# Train word2vec model with Gensim

In this example we'll use Gensim to train a word2vec model over the word corpus of the novel War and Peace by Leo Tolstoy. We'll use `nltk` to tokenize the sentences of the novel.

Let's start with the imports:

In [1]:
import logging
import pprint  # beautify prints

import gensim
import nltk
# nltk.download('punkt')  # Uncomment this to download the punkt tokenizer

logging.basicConfig(level=logging.INFO)

Next, let's define and instantiate the `TokenizedSentences` class, which splits the text into sentences and then tokenizes each sentence using the `nltk` tokenizer:

In [2]:
class TokenizedSentences:
    """Split text to sentences and tokenize them"""

    def __init__(self, filename: str):
        self.filename = filename

    def __iter__(self):
        with open(self.filename) as f:
            corpus = f.read()

        raw_sentences = nltk.tokenize.sent_tokenize(corpus)
        for sentence in raw_sentences:
            if len(sentence) > 0:
                yield gensim.utils.simple_preprocess(sentence, min_len=2, max_len=15)


sentences = TokenizedSentences('war_and_peace.txt')

Next, we'll instantiate and train the wor2vec model:

In [3]:
model = gensim.models.word2vec. \
    Word2Vec(sentences=sentences,
             sg=1,  # 0 for CBOW and 1 for Skip-gram
             size=100,  # size of the embedding vector
             window=5,  # the size of the context window
             negative=5,  # negative sampling word count
             min_count=5,  # minimal word occurrences to include
             iter=5,  # number of epochs
             )

INFO:gensim.models.word2vec:collecting all words and their counts
INFO:gensim.models.word2vec:PROGRESS: at sentence #0, processed 0 words, keeping 0 word types
INFO:gensim.models.word2vec:PROGRESS: at sentence #10000, processed 154865 words, keeping 9561 word types
INFO:gensim.models.word2vec:PROGRESS: at sentence #20000, processed 329560 words, keeping 13951 word types
INFO:gensim.models.word2vec:PROGRESS: at sentence #30000, processed 507242 words, keeping 16748 word types
INFO:gensim.models.word2vec:collected 17433 word types from a corpus of 551017 raw words and 32040 sentences
INFO:gensim.models.word2vec:Loading a fresh vocabulary
INFO:gensim.models.word2vec:effective_min_count=5 retains 6538 unique words (37% of original 17433, drops 10895)
INFO:gensim.models.word2vec:effective_min_count=5 leaves 531623 word corpus (96% of original 551017, drops 19394)
INFO:gensim.models.word2vec:deleting the raw counts dictionary of 17433 items
INFO:gensim.models.word2vec:sample=0.001 downsample

To see the result of the training, we'll query the model for the most similar words to `mother`:

In [4]:
print("Words most similar to 'mother':")
pprint.pprint(model.wv.most_similar(positive='mother', topn=5))
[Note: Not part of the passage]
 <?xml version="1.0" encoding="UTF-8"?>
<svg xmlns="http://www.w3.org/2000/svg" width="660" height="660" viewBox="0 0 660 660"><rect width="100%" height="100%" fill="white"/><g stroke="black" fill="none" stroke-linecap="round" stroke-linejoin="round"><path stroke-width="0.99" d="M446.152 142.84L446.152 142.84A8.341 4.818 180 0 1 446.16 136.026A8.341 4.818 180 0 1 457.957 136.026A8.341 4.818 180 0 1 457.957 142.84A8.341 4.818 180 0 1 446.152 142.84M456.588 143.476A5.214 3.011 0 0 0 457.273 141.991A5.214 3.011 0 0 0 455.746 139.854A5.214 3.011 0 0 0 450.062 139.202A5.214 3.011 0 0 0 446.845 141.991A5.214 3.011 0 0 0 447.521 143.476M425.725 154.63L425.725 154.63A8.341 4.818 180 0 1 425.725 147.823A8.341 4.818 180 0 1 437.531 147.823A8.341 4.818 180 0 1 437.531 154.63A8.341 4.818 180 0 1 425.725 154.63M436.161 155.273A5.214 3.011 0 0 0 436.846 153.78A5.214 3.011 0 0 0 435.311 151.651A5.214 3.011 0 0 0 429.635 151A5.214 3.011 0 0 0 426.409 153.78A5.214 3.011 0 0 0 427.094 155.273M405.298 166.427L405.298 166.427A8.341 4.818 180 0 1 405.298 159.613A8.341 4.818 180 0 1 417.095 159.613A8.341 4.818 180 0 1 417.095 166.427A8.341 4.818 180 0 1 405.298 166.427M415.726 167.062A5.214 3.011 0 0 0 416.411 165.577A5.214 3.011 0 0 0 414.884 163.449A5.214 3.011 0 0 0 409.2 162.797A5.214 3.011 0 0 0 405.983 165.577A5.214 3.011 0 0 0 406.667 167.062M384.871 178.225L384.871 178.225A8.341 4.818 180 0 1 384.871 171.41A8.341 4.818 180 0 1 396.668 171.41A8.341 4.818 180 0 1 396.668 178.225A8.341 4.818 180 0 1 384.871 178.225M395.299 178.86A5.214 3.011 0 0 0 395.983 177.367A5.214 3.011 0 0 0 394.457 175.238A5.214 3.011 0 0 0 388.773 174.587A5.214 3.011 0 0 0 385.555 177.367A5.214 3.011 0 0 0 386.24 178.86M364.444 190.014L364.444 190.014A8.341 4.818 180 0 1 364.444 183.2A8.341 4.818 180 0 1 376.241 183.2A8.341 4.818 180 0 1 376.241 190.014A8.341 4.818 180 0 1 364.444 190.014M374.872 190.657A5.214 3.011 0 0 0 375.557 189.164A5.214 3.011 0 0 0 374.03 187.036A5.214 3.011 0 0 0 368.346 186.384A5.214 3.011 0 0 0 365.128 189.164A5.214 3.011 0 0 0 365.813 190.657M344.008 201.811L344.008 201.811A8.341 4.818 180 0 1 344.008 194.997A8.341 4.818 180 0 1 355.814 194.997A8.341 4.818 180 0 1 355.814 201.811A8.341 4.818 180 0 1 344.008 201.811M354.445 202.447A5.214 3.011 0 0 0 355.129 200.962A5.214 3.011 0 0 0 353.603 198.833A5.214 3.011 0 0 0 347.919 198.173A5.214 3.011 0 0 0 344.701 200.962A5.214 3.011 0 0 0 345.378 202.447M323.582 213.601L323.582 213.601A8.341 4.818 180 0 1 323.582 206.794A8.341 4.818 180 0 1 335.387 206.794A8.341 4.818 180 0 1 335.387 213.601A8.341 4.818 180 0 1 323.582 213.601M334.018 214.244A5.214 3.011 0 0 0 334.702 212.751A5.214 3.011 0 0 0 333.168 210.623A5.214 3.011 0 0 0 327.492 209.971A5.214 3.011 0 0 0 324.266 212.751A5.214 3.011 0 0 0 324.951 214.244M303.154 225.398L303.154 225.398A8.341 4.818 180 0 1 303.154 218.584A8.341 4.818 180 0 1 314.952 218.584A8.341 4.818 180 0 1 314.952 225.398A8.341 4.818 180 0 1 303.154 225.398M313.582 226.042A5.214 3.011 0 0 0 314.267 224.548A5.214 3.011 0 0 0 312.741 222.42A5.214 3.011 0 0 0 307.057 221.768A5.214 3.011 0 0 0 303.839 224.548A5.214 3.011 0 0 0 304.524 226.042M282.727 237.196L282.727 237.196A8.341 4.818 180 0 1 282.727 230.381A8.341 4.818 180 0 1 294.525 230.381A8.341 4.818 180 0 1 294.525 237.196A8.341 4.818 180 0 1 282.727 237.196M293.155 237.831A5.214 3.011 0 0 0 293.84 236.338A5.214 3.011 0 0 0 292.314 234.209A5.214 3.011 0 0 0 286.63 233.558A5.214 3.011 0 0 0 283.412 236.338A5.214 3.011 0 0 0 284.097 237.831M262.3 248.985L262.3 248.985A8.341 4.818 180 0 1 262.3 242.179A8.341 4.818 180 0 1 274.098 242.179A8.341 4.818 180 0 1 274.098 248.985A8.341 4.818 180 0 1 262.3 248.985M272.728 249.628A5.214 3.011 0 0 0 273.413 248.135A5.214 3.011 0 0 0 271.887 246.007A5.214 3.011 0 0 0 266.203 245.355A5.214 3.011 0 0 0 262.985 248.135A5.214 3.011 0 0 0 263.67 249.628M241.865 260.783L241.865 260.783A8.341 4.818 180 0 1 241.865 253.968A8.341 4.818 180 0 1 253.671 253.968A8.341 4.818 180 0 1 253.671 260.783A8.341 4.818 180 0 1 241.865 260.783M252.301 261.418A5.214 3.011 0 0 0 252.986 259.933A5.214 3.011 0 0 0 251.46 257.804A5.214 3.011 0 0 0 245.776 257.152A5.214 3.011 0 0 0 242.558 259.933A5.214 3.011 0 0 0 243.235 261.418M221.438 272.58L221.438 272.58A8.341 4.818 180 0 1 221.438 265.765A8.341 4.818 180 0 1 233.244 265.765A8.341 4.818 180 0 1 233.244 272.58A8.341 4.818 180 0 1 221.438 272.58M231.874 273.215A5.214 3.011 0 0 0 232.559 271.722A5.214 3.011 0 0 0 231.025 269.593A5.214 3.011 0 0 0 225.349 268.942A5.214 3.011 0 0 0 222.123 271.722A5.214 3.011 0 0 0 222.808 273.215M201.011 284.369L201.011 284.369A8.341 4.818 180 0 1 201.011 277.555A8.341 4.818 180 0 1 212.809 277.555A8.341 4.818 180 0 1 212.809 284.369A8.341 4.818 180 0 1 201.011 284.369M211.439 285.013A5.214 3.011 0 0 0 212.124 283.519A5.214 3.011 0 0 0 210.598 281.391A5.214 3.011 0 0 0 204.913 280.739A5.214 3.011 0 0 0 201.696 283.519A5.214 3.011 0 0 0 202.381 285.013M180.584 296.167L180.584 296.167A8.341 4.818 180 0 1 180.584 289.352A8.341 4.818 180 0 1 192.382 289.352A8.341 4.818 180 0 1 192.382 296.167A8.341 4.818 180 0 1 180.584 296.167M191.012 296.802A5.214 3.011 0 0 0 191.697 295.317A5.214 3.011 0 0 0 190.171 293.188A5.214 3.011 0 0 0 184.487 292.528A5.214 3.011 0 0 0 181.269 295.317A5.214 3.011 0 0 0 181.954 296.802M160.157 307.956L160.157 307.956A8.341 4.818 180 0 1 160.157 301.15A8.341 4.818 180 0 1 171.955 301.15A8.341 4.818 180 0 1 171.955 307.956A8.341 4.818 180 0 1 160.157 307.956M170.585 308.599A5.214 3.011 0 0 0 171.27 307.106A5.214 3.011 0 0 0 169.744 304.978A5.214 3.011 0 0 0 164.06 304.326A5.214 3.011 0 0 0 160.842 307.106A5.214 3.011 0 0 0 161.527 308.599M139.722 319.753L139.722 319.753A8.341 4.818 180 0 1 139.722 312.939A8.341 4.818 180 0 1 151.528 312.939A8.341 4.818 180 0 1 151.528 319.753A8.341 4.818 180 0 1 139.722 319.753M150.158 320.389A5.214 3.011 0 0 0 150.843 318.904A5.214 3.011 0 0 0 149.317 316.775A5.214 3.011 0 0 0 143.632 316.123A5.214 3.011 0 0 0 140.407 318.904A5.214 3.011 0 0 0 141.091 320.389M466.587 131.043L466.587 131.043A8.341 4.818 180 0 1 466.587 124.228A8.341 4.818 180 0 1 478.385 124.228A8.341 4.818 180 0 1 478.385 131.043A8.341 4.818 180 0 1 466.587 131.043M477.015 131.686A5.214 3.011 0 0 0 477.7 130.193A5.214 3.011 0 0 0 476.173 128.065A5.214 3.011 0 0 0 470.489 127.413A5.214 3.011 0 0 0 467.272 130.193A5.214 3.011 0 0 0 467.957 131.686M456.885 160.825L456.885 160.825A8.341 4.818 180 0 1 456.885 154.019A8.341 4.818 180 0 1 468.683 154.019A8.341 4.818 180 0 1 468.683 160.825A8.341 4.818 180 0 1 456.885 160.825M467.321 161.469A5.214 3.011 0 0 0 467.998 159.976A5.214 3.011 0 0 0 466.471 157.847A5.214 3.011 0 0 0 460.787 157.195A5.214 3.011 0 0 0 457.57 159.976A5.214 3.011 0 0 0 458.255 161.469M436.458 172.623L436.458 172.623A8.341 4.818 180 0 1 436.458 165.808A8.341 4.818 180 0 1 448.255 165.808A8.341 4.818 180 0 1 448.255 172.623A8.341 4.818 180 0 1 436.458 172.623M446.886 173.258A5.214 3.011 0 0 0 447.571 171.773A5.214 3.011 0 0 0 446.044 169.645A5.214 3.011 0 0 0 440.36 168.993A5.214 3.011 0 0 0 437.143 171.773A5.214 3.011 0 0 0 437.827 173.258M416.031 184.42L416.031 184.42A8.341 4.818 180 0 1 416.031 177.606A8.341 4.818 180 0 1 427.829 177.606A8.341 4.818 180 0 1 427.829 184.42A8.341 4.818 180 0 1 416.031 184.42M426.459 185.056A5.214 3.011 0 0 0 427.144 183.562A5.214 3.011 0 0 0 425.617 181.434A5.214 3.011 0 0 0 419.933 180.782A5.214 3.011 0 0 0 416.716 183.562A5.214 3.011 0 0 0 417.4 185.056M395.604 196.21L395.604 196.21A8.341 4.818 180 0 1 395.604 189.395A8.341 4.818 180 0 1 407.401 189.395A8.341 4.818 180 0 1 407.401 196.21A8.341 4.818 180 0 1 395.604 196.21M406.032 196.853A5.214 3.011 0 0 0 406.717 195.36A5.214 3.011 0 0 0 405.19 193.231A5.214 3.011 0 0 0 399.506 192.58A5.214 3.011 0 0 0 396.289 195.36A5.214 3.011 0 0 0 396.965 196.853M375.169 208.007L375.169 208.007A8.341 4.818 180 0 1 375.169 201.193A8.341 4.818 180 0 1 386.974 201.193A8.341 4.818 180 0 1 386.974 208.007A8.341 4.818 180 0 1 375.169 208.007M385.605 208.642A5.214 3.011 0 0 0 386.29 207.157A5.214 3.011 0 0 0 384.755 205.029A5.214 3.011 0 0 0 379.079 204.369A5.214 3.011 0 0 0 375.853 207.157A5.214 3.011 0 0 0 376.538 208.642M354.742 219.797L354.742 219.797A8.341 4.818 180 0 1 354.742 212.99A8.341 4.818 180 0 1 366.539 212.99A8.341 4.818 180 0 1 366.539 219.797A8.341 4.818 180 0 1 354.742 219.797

INFO:gensim.models.keyedvectors:precomputing L2-norms of word weight vectors


Words most similar to 'mother':
[('brother', 0.8962684869766235),
 ('daughter', 0.8957958221435547),
 ('father', 0.8954352140426636),
 ('sister', 0.8898148536682129),
 ('husband', 0.876844048500061)]


We can also do the same for a combination of words. Let's try `woman` + `king` to see if the result would be `queen`:

In [5]:
print("Words most similar to 'woman' and 'king':")
pprint.pprint(model.wv.most_similar(positive=['woman', 'king'], topn=5))

Words most similar to 'woman' and 'king':
[('admirable', 0.9163172245025635),
 ('heiress', 0.9129906296730042),
 ('queen', 0.9082918167114258),
 ('providence', 0.9049242734909058),
 ('creature', 0.903453528881073)]


Indeed, one of the most similar words is `queen`. However, other words like `creature` are not relevant. Perhaps, we should train the model with larger training dataset.